Patrick Byrne, the former Overstock.com CEO who donated millions of dollars to efforts investigating the 2020 election, warned on Telegram this week of a cyberattack that would rig the election and lead to imminent “death and cannibalism” unless Americans stand together.

And Greg Locke, a prominent Tennessee pastor who spoke near the Capitol the day before the January 6 riot, told his followers in a sermon earlier this month that the US would be hit with “a catastrophic storm that is going to be man-made” in the days before the election, as an apparent method of stealing the vote.

“If Kamala wins this election, hear me when I tell you, we will never have another one,” Locke predicted....

... GOP Georgia Rep. Marjorie Taylor Greene ... has also floated a conspiracy theory that recent US Capitol Police training exercises are connected to a plan by congressional Democrats to keep Trump out of power even if he wins.
Millions of people find all this plausible, and are outraged by it. Once Trump is no longer in politics, where will this conspiratorial rage go? It won't go away. It's much older than Trump's political career -- thirty years ago, millions of Republicans believed Bill Clinton had a murderous "body count" that would put a serial killer to shame.

Clearly there's a massive audience for right-wing conspiratorialism, so the people who spread this variety of disinformation will just keep doing it, even in Trump's absence. It will still enrage voters even if the Republican Party is no longer led by a compulsive liar and conspiratorialist.
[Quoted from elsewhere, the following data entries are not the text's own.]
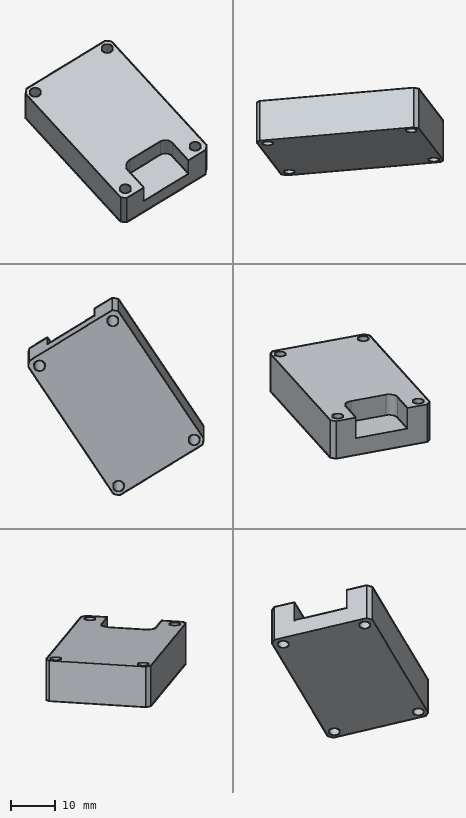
import cadquery as cq

length = 37.7
width = 24.15
height = 9.5
corner_chamfer = 0.98

hole_diameter = 2.5
left_hole_inset = 2.0
left_hole_spacing = 20.2
right_hole_inset = 2.22
right_hole_spacing = 19.6

notch_length = 8.0
notch_width = 12.5
notch_depth = 5.2
notch_corner_radius = 2.0


def make_block():
    block = cq.Workplane("XY").box(length, width, height, centered=(True, True, False))
    return block.edges("|Z").chamfer(corner_chamfer)


def make_hole_pair(x, spacing):
    centers = [(x, -spacing / 2), (x, spacing / 2)]
    return cq.Workplane("XY").pushPoints(centers).circle(hole_diameter / 2).extrude(height)


def make_notch():
    """Rectangular cutter with its two inner vertical edges rounded."""
    cutter = cq.Workplane("XY").box(notch_length, notch_width, notch_depth, centered=(False, True, False))
    cutter = cutter.edges("|Z and <X").fillet(notch_corner_radius)
    return cutter.translate((length / 2 - notch_length, 0, height - notch_depth))


left_holes = make_hole_pair(-length / 2 + left_hole_inset, left_hole_spacing)
right_holes = make_hole_pair(length / 2 - right_hole_inset, right_hole_spacing)

result = make_block().cut(left_holes).cut(right_holes).cut(make_notch())

In the past, this energy helped sustain Republican solidarity even when the GOP's leaders didn't directly embrace it the way Trump has. In the future, even if the leaders of the GOP seem respectable, this energy will remain. The conspiratorialism won't seem like a core GOP principle to most observers, but it will still keep millions voting for the party. And eventually there'll be another party leader who embraces it openly.
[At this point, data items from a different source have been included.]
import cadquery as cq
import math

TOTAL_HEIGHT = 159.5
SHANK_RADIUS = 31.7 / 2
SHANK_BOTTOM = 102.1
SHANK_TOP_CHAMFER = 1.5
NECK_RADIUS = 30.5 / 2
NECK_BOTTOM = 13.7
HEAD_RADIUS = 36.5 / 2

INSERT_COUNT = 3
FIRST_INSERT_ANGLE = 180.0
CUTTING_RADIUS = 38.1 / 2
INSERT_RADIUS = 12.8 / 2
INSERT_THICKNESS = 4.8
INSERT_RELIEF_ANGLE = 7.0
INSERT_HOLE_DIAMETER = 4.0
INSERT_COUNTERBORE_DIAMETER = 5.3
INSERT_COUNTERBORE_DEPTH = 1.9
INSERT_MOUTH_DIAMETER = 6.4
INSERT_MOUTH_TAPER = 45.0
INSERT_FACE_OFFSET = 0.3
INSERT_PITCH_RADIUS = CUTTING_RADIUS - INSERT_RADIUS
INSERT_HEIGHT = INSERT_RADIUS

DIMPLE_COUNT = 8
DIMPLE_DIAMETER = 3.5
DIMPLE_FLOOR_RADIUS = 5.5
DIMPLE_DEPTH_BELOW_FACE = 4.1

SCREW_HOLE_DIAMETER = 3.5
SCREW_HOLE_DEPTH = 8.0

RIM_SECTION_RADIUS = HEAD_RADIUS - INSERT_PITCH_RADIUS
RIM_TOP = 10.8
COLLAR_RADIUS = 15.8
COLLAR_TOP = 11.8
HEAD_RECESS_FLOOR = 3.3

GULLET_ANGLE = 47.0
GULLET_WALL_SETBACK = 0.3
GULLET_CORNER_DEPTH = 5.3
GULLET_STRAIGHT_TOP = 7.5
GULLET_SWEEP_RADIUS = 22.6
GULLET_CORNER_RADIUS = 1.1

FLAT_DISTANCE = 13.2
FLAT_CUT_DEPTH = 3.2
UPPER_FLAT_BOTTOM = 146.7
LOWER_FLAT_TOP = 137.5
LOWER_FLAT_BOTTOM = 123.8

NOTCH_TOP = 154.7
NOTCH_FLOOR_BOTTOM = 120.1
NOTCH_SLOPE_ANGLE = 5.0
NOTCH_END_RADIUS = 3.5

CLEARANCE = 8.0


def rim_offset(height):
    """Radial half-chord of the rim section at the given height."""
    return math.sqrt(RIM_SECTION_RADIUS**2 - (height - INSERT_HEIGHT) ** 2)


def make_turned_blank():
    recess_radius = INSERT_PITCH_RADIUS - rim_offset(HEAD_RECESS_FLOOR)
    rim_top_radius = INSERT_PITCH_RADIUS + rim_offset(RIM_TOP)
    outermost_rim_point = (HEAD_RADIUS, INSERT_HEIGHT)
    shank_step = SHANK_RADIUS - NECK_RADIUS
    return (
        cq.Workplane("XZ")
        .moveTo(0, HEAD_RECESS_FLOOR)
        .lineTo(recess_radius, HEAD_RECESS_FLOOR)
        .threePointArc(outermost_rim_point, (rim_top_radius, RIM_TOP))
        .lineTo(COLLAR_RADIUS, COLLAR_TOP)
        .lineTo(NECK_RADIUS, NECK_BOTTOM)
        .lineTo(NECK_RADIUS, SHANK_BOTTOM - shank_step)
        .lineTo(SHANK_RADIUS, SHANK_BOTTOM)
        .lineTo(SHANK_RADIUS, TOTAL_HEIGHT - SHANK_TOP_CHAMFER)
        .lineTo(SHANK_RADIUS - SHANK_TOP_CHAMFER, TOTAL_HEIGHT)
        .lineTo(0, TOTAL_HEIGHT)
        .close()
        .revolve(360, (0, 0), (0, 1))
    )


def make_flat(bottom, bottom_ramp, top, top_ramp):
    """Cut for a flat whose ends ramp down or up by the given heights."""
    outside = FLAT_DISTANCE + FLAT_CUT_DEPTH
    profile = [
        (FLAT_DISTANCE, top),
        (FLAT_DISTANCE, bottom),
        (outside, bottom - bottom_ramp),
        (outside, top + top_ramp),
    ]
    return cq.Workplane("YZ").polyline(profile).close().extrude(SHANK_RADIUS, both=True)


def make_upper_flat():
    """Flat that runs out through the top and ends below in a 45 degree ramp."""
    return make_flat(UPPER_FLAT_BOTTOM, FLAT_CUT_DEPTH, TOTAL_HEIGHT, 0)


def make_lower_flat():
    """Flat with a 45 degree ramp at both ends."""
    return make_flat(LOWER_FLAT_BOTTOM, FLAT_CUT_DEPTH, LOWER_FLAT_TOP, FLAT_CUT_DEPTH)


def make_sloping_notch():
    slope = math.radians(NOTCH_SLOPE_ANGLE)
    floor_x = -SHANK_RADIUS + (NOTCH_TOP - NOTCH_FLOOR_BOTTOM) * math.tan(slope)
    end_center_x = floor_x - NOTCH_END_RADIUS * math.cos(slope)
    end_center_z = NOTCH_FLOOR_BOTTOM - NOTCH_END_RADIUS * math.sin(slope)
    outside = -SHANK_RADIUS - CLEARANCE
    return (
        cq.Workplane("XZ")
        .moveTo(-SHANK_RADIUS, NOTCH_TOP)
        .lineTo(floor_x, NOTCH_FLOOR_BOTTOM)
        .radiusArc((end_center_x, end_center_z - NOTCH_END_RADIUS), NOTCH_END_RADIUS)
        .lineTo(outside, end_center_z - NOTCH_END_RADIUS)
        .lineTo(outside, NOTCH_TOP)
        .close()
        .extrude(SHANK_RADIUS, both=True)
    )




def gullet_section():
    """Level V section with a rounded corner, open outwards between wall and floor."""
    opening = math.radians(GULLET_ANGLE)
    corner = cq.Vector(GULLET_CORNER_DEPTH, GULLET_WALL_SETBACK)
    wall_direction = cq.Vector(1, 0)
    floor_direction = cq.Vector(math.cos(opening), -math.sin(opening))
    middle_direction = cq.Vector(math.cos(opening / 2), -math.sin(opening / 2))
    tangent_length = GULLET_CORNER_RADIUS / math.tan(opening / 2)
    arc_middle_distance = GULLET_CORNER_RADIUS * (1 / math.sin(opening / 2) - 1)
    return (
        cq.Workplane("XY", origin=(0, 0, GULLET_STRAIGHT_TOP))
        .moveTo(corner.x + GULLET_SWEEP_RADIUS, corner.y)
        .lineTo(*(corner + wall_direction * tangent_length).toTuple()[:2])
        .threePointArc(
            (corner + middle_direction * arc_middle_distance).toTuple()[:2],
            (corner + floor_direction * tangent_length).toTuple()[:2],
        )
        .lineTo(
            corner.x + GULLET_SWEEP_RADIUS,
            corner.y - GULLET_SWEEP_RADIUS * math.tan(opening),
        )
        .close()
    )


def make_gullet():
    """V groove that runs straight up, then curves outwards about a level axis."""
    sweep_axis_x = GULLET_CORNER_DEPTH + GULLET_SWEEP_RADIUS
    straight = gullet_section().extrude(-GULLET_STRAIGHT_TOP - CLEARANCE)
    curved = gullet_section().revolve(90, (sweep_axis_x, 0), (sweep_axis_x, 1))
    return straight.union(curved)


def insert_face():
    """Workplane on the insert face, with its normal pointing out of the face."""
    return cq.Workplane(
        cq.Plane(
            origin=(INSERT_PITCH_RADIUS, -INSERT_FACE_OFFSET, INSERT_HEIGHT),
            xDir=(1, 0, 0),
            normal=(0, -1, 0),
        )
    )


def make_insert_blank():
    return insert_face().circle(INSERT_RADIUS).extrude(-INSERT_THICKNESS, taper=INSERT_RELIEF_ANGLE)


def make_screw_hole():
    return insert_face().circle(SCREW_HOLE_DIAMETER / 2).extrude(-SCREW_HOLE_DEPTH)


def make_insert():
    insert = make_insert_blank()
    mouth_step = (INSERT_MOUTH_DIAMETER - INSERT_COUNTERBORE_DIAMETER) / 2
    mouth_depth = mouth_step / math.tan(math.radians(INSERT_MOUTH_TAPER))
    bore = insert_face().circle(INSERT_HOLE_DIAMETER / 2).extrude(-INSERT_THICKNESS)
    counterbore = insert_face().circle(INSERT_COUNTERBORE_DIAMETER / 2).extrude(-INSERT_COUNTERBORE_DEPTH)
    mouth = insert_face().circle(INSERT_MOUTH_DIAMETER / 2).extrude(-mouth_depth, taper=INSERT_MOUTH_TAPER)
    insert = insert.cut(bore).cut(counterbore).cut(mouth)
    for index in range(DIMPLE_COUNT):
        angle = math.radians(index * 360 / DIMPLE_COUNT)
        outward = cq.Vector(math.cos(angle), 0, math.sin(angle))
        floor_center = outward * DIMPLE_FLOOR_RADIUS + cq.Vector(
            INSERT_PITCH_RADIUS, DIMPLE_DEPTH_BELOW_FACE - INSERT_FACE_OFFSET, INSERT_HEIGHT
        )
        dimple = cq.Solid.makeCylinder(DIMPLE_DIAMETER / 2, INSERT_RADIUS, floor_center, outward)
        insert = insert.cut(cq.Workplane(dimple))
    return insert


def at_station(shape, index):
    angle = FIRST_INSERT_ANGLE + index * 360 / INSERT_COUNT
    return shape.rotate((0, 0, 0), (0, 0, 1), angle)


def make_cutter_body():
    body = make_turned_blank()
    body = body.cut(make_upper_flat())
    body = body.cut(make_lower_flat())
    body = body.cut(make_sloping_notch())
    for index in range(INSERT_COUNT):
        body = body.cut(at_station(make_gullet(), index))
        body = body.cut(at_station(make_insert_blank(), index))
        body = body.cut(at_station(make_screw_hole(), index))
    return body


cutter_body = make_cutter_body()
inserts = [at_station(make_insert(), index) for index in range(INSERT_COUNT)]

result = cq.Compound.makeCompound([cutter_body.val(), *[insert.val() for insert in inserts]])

I don't know who'll take over the Republican Party when Trump is no longer the leader. I don't think it will necessarily be a politician -- it could be Tucker Carlson or Mike Flynn or Charlie Kirk or Don Jr., or it could be Elon Musk hand-picking the next presidential nominee because he can't run himself. But whoever takes the reins when Trump is gone, I don't see the craziness we associated with MAGA going away.